In this post, we will see the three volume set of Combinatorial Topology by P. S. Aleksandrov.
Vol. 1: Introduction. Complexes. Coverings. Dimension.
Vol. 2: The Betti Groups
Vol. 3: Homological Manifolds. The Duality Theorems. Cohomology Groups of Compacta. Continuous Mappings of Polyhedra.
About the books
Volume 1 is a translation of the first third of P. S. Aleksandrov’s Kombinatornaya Topologiya. An appendix on the analytic geometry of Euclidean n-space is also included. The volume, complete in itself, deals with certain classical problems such as the Jordan curve theorem and the classification of closed surfaces without using the formal techniques of homology theory. The elementary but rigorous treatment of these problems, the introductory chapters on complexes and coverings and their applications to dimension theory, and the large number of examples and pictures should provide an excellent intuitive background for further study in combinatorial topology.In Chapter I the references have been expanded to include a number of standard works in English. References to these and to the books and papers cited in Chapter I of the original are listed at the end of the chapter and correspond to the numbers enclosed in brackets in the body of the text.

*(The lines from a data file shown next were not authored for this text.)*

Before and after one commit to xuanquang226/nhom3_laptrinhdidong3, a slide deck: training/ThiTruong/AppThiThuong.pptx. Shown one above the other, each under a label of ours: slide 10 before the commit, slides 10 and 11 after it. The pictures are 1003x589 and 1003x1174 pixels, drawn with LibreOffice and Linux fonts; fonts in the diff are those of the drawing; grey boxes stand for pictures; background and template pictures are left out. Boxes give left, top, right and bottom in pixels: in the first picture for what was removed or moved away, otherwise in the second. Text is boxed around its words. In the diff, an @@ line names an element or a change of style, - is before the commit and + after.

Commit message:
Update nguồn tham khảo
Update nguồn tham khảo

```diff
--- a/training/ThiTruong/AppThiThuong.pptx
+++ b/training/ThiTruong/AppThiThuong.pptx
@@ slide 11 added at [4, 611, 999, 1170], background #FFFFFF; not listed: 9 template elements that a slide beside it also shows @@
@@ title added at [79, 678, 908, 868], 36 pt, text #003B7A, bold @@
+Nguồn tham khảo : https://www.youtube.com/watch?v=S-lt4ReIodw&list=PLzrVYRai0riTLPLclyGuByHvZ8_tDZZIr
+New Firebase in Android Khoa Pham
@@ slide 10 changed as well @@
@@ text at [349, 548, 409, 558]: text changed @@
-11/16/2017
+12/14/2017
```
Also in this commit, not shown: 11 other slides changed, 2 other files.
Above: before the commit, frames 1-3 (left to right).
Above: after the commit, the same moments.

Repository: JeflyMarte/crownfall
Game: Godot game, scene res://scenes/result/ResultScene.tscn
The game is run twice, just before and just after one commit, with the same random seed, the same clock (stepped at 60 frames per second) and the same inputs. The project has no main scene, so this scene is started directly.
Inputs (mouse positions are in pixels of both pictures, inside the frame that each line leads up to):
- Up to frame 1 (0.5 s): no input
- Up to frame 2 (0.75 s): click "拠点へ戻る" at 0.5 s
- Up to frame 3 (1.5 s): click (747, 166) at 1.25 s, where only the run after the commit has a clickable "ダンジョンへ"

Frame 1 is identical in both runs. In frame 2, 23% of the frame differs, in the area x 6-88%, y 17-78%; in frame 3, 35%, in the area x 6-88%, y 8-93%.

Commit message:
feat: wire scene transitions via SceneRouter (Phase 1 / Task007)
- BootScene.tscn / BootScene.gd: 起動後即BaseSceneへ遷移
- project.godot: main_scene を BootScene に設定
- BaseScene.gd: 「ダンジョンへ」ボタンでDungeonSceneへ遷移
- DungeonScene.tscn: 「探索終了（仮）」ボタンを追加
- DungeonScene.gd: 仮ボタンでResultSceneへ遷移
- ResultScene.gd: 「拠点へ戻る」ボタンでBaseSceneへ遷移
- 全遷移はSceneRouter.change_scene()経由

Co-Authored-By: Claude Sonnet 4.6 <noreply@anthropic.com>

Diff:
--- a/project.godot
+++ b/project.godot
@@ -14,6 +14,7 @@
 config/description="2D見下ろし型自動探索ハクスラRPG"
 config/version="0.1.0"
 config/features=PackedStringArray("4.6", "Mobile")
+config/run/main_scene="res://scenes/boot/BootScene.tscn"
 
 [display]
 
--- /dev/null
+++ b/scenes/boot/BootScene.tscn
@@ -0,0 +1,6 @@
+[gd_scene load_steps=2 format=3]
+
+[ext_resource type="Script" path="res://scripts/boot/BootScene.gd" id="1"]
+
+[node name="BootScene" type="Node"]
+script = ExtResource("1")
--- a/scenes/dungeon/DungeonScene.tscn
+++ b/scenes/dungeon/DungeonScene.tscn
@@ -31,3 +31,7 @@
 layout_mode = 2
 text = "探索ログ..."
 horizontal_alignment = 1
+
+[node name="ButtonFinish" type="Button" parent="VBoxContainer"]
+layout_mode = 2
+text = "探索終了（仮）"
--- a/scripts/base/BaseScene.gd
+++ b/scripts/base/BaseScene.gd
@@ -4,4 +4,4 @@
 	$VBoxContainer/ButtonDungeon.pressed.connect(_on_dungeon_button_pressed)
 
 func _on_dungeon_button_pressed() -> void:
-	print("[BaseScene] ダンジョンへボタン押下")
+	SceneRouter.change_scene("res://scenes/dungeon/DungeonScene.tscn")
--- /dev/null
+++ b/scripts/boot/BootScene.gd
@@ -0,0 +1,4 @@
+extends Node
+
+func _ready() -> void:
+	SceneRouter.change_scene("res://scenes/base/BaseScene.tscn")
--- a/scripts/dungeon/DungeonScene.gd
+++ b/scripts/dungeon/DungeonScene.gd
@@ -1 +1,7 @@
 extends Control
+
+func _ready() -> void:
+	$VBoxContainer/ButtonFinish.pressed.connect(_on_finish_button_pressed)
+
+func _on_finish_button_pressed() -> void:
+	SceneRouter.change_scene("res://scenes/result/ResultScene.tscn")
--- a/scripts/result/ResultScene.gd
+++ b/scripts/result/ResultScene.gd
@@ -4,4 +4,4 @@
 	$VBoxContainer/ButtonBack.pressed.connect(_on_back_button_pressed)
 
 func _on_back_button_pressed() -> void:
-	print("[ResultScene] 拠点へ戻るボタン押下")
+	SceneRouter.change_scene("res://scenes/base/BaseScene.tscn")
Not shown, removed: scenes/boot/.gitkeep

References in the remaining chapters are enclosed in brackets, capital letters referring to books and lower case letters to papers. These refer to the bibliography at the end of the book. The bibliography includes all papers mentioned in the original edition and a few which have been added by the translator. Volume 2 of this three volume set on Combinatorial Topology covers Betti Groups and Delta-Groups comprehensively. Third volume covers Homological manifolds, the duality theorems, cohomology groups of compacta, continuous mappings of polyhedra.
The books were translated from Russian by Horace Komm was first published in 1956 and third reprint by 1969.
Credits to original uploader.
You can get the Volume 1 here.
You can get the Volume 2 here.
You can get the Volume 3 here.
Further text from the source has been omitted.